I don't get these calls to a class action suit... If it was intentional, it could have a reason. But I just don't get this attitude when they are having a really bad day after someone discovered a new type of attacks on their chips.
Intel isn't having a bad day. The people who are stuck with chips that enable severe security exploits are having a bad day. Actually they are going to have a bad year till the design flaw is fixed in hardware. Or maybe even 5 years. Who knows.
Intel is 100% liable to face a lawsuit over this. Consider if a major car brake manufacturer discovered that there was a design flaw in the brakes that prevented them from functioning in certain situations. It'd be facing multiple lawsuits by now whereas Intel is going with "our chips are the most secure ever" line.
I think you are confusing security and safety. Security is about dealing with malicious attackers, while safety is about making sure random events and mistakes won't kill you.
Your example with the brakes is about safety, i.e. making sure the car won't kill you during normal operation. Normally, unless their CPUs start bursting into flames, this is not a problem for Intel.
The problem here is about security. A car analogy would be that to start your car, you need a code and that code can be found by measuring how long it takes to process the input, making life easier for thieves.
As for liability, I don't think you can be liable in court if you didn't plan for something that wasn't known at the time and isn't trivial.
The car analogy is very good one. Also an infamous Samsung Galaxy Note 7 comes to mind. I agree that such security hole such warrant for a replacement.
I don't believe the car analogy is good. And neither is the Note one.
In both of those cases the products can cause serious harm without any third party implication. The brakes would just go of or the battery would explode during normal function.
However, in the Intel case there has to be an attacker that actively exploits an issue in design.
To me this would be like making a class action suit against all lock vendors because they can be bypassed with the right set of tools. The fact that this affects everyone (Intel more than others) and that it took 10 years to find grants them some excuse. Also the architecture is not secret as far as I know so anybody could have audited this. They most probably did do so and found nothing until now.
Now, I do not like Intel communication around this and if it comes out that they knew this for years and decided to sit on it then it would be a different story.

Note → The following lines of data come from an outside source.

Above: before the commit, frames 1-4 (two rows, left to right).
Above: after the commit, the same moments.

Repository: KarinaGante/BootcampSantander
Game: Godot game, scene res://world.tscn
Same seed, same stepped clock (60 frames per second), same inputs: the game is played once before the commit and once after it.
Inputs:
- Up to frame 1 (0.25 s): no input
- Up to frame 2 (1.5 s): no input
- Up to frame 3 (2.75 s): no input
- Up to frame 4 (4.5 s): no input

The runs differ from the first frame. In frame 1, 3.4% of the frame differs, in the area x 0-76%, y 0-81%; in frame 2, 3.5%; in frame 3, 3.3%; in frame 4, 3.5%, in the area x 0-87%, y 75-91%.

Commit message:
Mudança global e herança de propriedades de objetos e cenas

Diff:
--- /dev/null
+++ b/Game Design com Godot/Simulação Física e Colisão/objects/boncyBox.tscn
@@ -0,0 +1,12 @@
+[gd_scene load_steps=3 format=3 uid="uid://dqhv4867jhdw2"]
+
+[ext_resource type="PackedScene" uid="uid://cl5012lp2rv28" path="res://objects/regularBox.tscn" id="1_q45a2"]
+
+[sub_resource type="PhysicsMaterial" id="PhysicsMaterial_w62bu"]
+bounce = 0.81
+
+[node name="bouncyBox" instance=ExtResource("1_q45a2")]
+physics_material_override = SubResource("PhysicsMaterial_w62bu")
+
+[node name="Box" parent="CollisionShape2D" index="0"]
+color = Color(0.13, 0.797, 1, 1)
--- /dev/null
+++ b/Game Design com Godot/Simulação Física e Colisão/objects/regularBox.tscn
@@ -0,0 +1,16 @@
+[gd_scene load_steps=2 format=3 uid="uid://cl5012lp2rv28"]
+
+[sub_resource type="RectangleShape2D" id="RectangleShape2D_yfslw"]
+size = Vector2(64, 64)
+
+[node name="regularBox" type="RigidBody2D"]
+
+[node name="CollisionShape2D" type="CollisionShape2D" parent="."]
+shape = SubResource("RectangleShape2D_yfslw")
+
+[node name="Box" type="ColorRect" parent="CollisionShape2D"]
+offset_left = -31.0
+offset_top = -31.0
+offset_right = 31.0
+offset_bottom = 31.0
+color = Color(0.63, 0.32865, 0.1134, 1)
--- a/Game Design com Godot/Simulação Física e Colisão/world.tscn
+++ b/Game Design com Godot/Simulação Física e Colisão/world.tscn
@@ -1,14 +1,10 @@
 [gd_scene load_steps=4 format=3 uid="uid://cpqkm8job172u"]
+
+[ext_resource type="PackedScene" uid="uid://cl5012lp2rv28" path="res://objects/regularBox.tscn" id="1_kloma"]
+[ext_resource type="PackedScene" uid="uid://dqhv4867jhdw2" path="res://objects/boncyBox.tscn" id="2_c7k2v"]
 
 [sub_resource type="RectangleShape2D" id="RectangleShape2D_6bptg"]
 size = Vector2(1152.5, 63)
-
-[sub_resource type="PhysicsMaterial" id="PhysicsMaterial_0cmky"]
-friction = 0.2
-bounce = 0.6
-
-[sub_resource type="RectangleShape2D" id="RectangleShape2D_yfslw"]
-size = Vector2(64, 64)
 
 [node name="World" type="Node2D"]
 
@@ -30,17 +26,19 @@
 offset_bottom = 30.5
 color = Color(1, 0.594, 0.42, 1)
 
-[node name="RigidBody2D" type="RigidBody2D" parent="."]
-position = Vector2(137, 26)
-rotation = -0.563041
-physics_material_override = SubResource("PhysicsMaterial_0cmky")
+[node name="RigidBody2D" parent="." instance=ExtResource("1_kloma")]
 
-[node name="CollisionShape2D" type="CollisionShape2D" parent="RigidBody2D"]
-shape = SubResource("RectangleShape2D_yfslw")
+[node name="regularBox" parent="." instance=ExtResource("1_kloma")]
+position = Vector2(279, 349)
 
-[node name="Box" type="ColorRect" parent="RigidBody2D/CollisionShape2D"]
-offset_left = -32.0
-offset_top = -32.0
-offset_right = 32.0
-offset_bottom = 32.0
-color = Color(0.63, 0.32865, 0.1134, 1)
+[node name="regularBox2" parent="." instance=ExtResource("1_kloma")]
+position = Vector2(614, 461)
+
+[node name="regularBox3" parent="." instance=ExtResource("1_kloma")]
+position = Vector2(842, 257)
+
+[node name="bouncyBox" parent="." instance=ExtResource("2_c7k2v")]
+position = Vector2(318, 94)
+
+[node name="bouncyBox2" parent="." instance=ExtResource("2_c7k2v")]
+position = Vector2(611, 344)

Class action lawsuits are useful when there is negligence, or bad intent but in this case what could it possibly solve?
In both of those cases the products can cause serious harm without any third party implication.
Sorry, but in the 21st century world of the internet, cracking needs to be taken as a given. In many cases, "normal use" for a computing product means exposing it to use and therefore potential attack from anywhere on the internet. CPUs certainly fall into this category.

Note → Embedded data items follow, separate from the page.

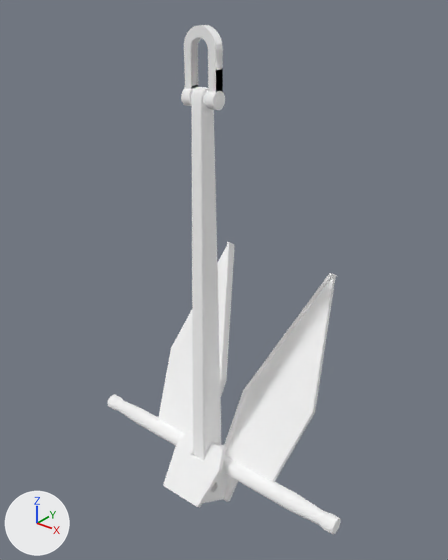
One commit to the glTF model public/kotiwca2.glb: the scene before it, then after it.
Rendered twice from a 50 mm lens placed at (1.14, -1.325, 1.117), pointed at (-0.027, 0.133, 0.213). Lighting does not change. The marker at lower left points along +X, +Y and +Z. Where no turn or scale is listed for an object, it has been applied to the vertices. Vertices at the same position are counted once.
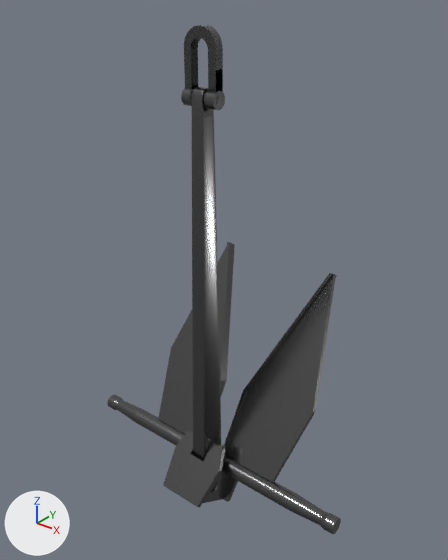
Changed parts and their boxes [x1, y1, x2, y2] in the pictures (448 x 560 px):
'Plane', recoloured (white to grey): [158, 242, 337, 482] in both
'Cube.004', recoloured (white to grey): [163, 87, 238, 507] in both
'Cylinder', recoloured (white to grey): [107, 395, 341, 535] in both
part 1 of me_cylinder_004, recoloured (white to grey): [181, 88, 225, 110] in both
part 2 of me_cylinder_004, recoloured: [184, 25, 223, 92] in both

Edits to the bpy script that builds the scene:
```text
Add mat_material:
    mat_material = principled_material('Material')
    mat_material.base_color = (0.149, 0.149, 0.149)  # dark grey #6c6c6c
    mat_material.metallic = 0.954
    mat_material.roughness = 0.234
Change me_plane:
    where me_plane.from_pydata(...)  # 56 vertices, 104 faces; spans x -0.486..0.159, y -0.08..0.345, z -0.091..0.558
    remove me_plane.materials.append(mat_cw_iron)  # white #ffffff
    add me_plane.materials.append(mat_material)  # dark grey #6c6c6c
Change me_cylinder:
    where me_cylinder.from_pydata(...)  # 62466 vertices, 124928 faces; spans x -0.522..0.522, y -0.03..0.03, z -0.03..0.03
    remove me_cylinder.materials.append(mat_cw_iron)  # white #ffffff
    add me_cylinder.materials.append(mat_material)  # dark grey #6c6c6c
Change me_cube_007:
    where me_cube_007.from_pydata(...)  # 3356 vertices, 6704 faces; spans x -0.099..0.103, y -0.154..0.11, z -0.624..0.852
    remove me_cube_007.materials.append(mat_cw_iron)  # white #ffffff
    add me_cube_007.materials.append(mat_material)  # dark grey #6c6c6c
Change me_cylinder_004:
    where me_cylinder_004.from_pydata(...)  # 2084 vertices, 4160 faces; spans x -0.017..0.102, y -0.025..0.025, z -0.025..0.186
    used by ob_cylinder_003; location = (-0.04, 0.004, 0.822)
    remove me_cylinder_004.materials.append(mat_cw_aluminum_matte)  # white #ffffff
    me_cylinder_004 part 1: all 3200 faces that had it switch from mat_cw_steel (white #ffffff) to mat_material (dark grey #6c6c6c)
    me_cylinder_004 part 2: all 164 faces that had it switch from mat_cw_iron (white #ffffff) to mat_material (dark grey #6c6c6c)
```

You don't have to inflict intentional injury to be liable for something like this. Intel's customers aren't getting what they paid for, so it seems pretty reasonable for the company to compensate them.
If you bought a car that was advertised as having 300 horsepower, and then the manufacturer realized it was unsafe unless they made a software change limiting the horsepower to 200, wouldn't you expect some compensation?
Time of purchase product to time of knowledge of flaw allows for time-frame to file lawsuit(s).
Example. Intel worked on rushed product to compete against AMD threadripper. That time was after the time of the known issue. Thus Intel was investing in continual bad practices and selling known bad products instead of investing in fixing the hardware flaw.
Major flaw in a car prevent selling a card until the flaw is fixed. Why shouldn't this also applying to computers that run the cars and other products?